Prepared as described above from Nitro-pyrrole double-tail (1.4 mmol), Pd on carbon (0.47 g), MeOH (30 mL), H₂ (40 psi), 4 hr., the resulting. Amino-pyrrole double-tail, was combined with AlMe₃ (4.07 mmol), THF (14 mL). The p-Pyridyl ester 2d (0.68 mmol) SmCl₃ (0.68 mmol), were combined and dissolved in THF (28 mL). The yield after purification by silica gel chromatography was 24%.

¹H NMR (400 MHz, MeOH-d₄) d = 8.81 (d, J = 4.8 Hz, 2H), 7.82 (d, J = 8.7 Hz, 2H), 7.58–7.50 (m, 5H), 7.48 (d, J = 8.6 Hz, 2H), 7.45–7.38 (m, 2H), 6.79 (d, J = 1.5 Hz, 1H), 6.14 (d, J = 1.6 Hz, 1H), 3.49 (s, 3H), 3.42 (t, J = 7.4 Hz, 4H), 2.84 (s, 3H), 2.29 (dd, J = 3.4, 7.5 Hz, 8H), 2.20 (br. s., 11H), 1.80–1.66 (m, 5H).

4.6.4. N-(5-(bis(3-(dimethylamino)propyl)carbamoyl)-1-methyl-1H-pyrrol-3-yl)-5-methyl-3-(10-(quinolin-8-yl)anthracen-9-yl)isoxazole-4-carboxamide, 3e

Prepared as above, the nitro-pyrrole double-tail (0.7 mmol), was initilly reduced with hydrogen and Pd on carbon (0.24 g), in MeOH as solvent (15 mL), H₂ (40 psi), 4 hr, filtered and concentrated. The resulting amino-pyrrole double-tail, was treated with AlMe₃ (1 mmol), in THF (7 mL), to which was added 10-Quinoline ester 2e (0.35 mmol) and SmCl₃ (0.35 mmol), THF (14 mL). The yield after purification by silica gel chromatography was 14%.

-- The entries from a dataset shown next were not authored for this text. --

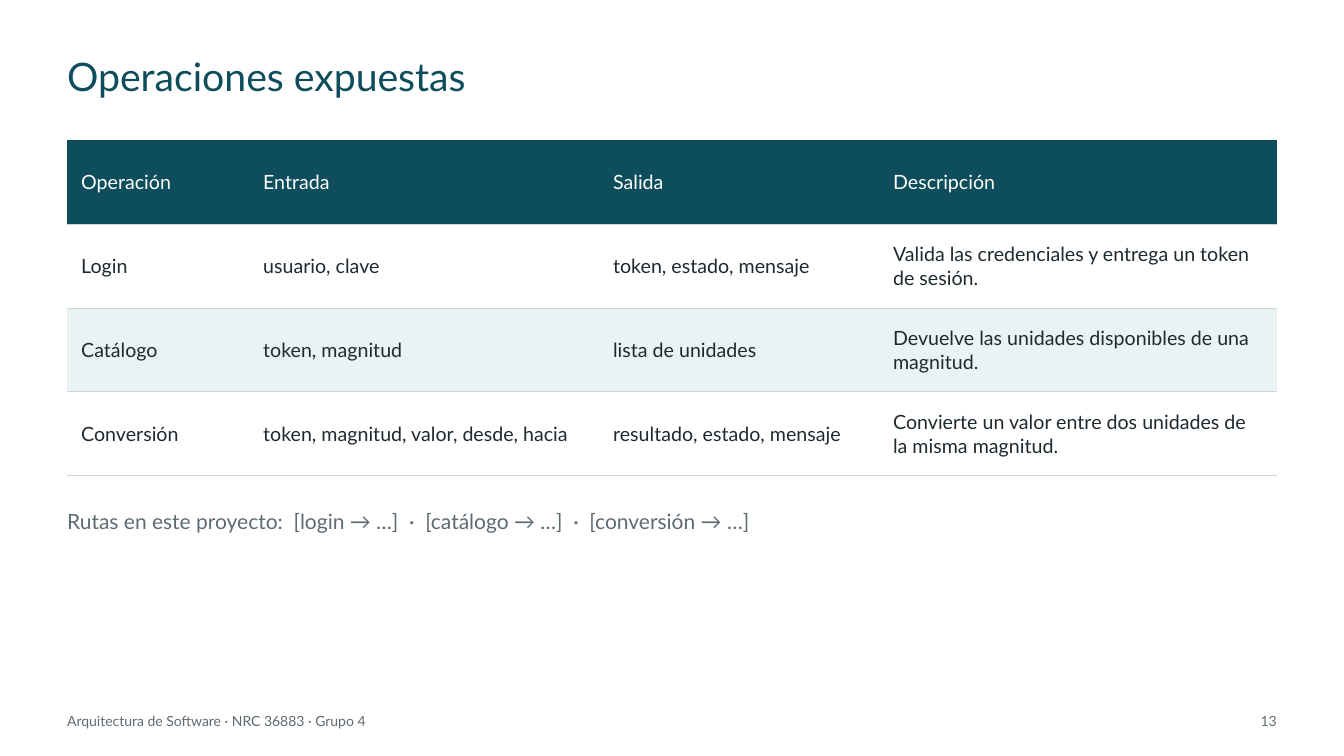
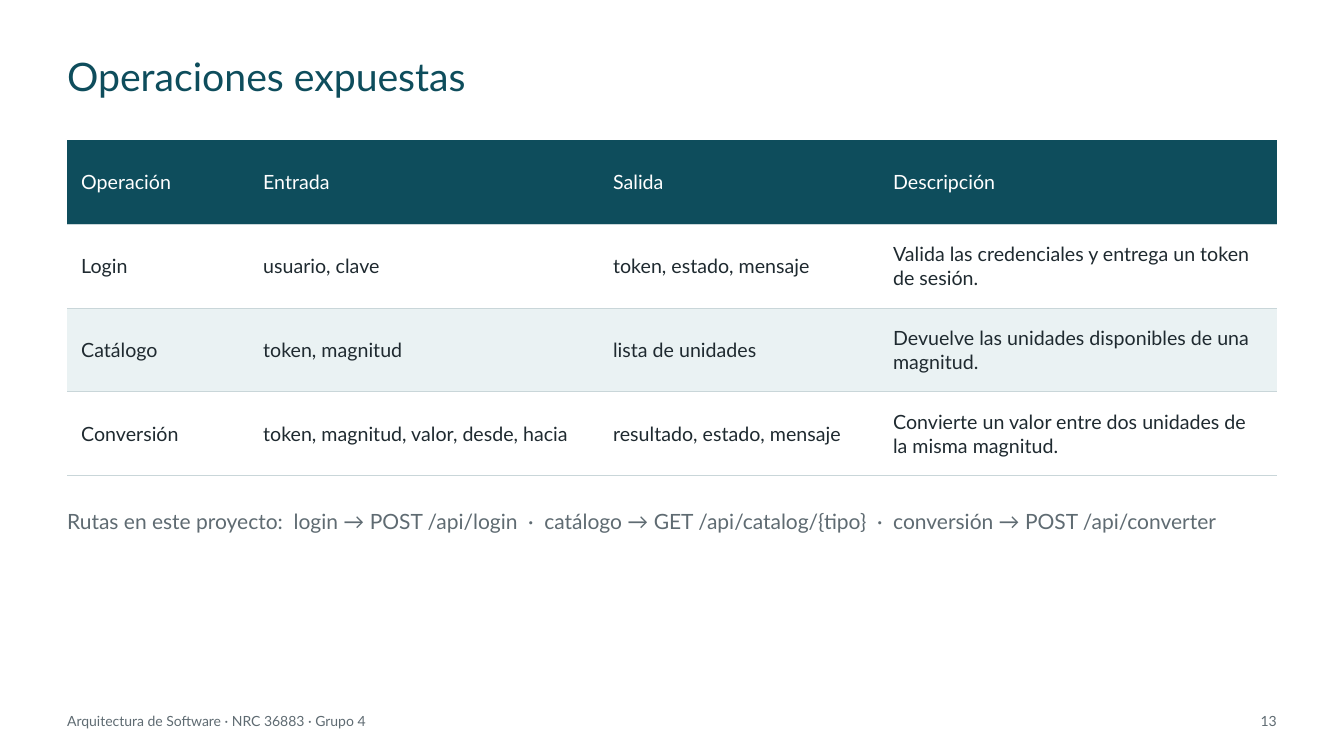
Before and after one commit to IMarcusDev/TI.1.3.-PAO202651_RESTFUL_JAVA_SINBDD_NRC_36883_GR04, a slide deck: slide 13 of 05. DOCUMENTACION/PRESENTACION TI.1.3. RESTFUL sin BDD en JAVA GR4.pptx. Drawn at 1344x756 pixels with LibreOffice and Linux fonts; fonts in the diff are those of the drawing. Boxes give left, top, right and bottom in pixels: in the first picture for what was removed or moved away, otherwise in the second. Text is boxed around its words. In the diff, an @@ line names an element or a change of style, - is before the commit and + after.

```diff
--- a/05. DOCUMENTACION/PRESENTACION TI.1.3. RESTFUL sin BDD en JAVA GR4.pptx
+++ b/05. DOCUMENTACION/PRESENTACION TI.1.3. RESTFUL sin BDD en JAVA GR4.pptx
@@ text at [67, 513, 1216, 533]: text changed @@
-Rutas en este proyecto: [login → …] · [catálogo → …] · [conversión → …]
+Rutas en este proyecto: login → POST /api/login · catálogo → GET /api/catalog/{tipo} · conversión → POST /api/converter
```
Also in this commit, not shown: 27 other slides changed.

¹H NMR (400 MHz, MeOH-d₄) d = 8.65–8.54 (m, 2H), 8.27 (d, J = 8.6 Hz, 1H), 7.94–7.91 (m, 1H), 7.91–7.78 (m, 4H), 7.64–7.53 (m, 1H), 7.51–7.44 (m, 2H), 7.38 (t, J = 9.4 Hz, 2H), 7.32 (dd, J = 6.7, 7.7 Hz, 2H), 6.67 (d, J = 1.6 Hz, 1H), 6.63 (d, J = 1.6 Hz, 1H), 3.63 (s, 3H), 3.57–3.47 (m, 5H), 3.06 (br. s., 4H), 2.95 (s, 2H), 2.90 (s, 2H), 2.81–2.58 (m, 11H), 2.10–1.98 (m, 4H).

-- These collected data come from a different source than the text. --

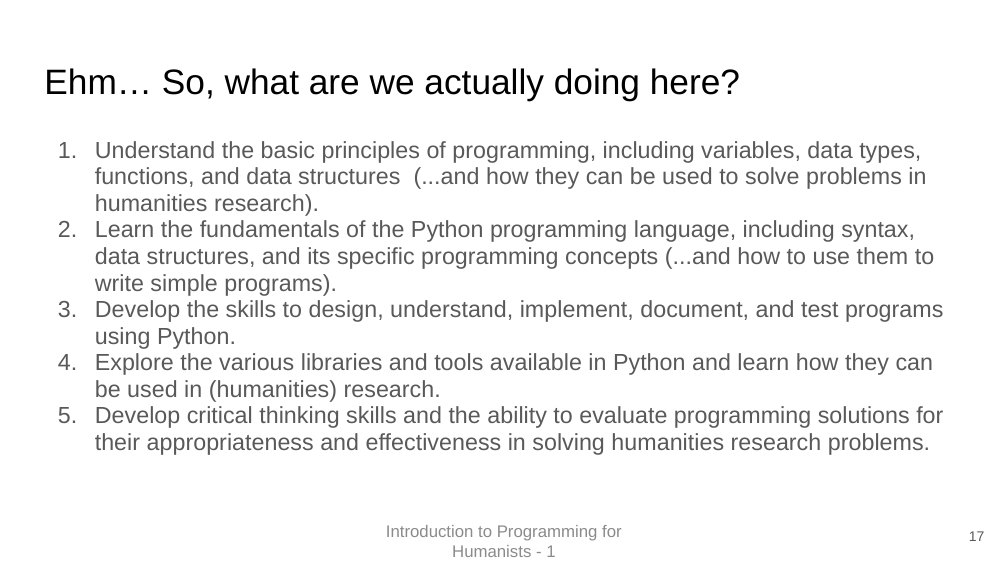
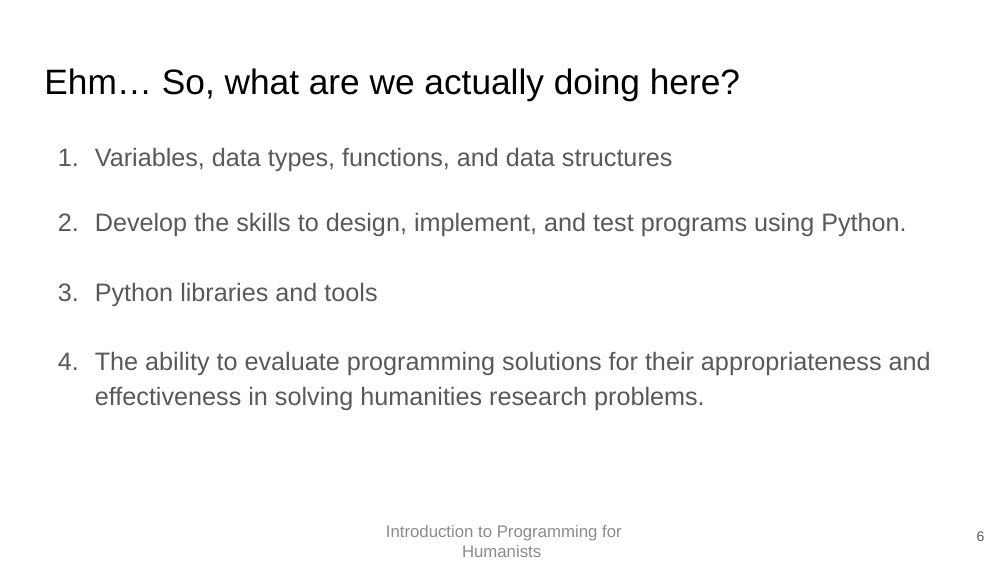
Before and after one commit to EvanEames/IPFH2526, a slide deck: slide 6 of week1/First Class.pptx (slide 17 before the commit). Drawn at 1008x567 pixels with LibreOffice and Linux fonts; fonts in the diff are those of the drawing. Boxes give left, top, right and bottom in pixels: in the first picture for what was removed or moved away, otherwise in the second. Text is boxed around its words. In the diff, an @@ line names an element or a change of style, - is before the commit and + after.

```diff
--- a/week1/First Class.pptx
+++ b/week1/First Class.pptx
@@ text at bbox=[95, 147, 931, 410]: text changed; size 16.6 to 18 pt @@
-1. Understand the basic principles of programming, including variables, data types, functions, and data structures (...and how they can be used to solve problems in humanities research).
-2. Learn the fundamentals of the Python programming language, including syntax, data structures, and its specific programming concepts (...and how to use them to write simple programs).
-3. Develop the skills to design, understand, implement, document, and test programs using Python.
-4. Explore the various libraries and tools available in Python and learn how they can be used in (humanities) research.
-5. Develop critical thinking skills and the ability to evaluate programming solutions for their appropriateness and effectiveness in solving humanities research problems.
+1. Variables, data types, functions, and data structures
+2. Develop the skills to design, implement, and test programs using Python.
+3. Python libraries and tools
+4. The ability to evaluate programming solutions for their appropriateness and effectiveness in solving humanities research problems.
@@ text at bbox=[386, 525, 622, 557]: text changed @@
-Introduction to Programming for Humanists - 1
+Introduction to Programming for Humanists
@@ page number at bbox=[977, 531, 985, 541]: text changed @@
-17
+6
```
Also in this commit, not shown: 14 other slides changed, 22 slides removed, 3 other files.

¹³C NMR (101 MHz, MeOH-d₄) δ = 171.98, 170.45, 165.04, 164.98, 160.17, 159.61, 159.07, 159.03, 149.97, 149.89, 138.05, 136.71, 133.24, 133.02, 130.78, 130.68, 130.54, 130.49, 129.01, 128.88, 126.83, 126.70, 126.27, 126.05, 125.51, 125.42, 125.38, 122.51, 122.21, 122.12, 121.56, 121.51, 121.38, 121.30, 117.39, 117.01, 115.98, 115.37, 105.58, 104.82, 54.70, 42.04, 34.56, 34.56, 34.47, 23.31, 11.80, 11.54.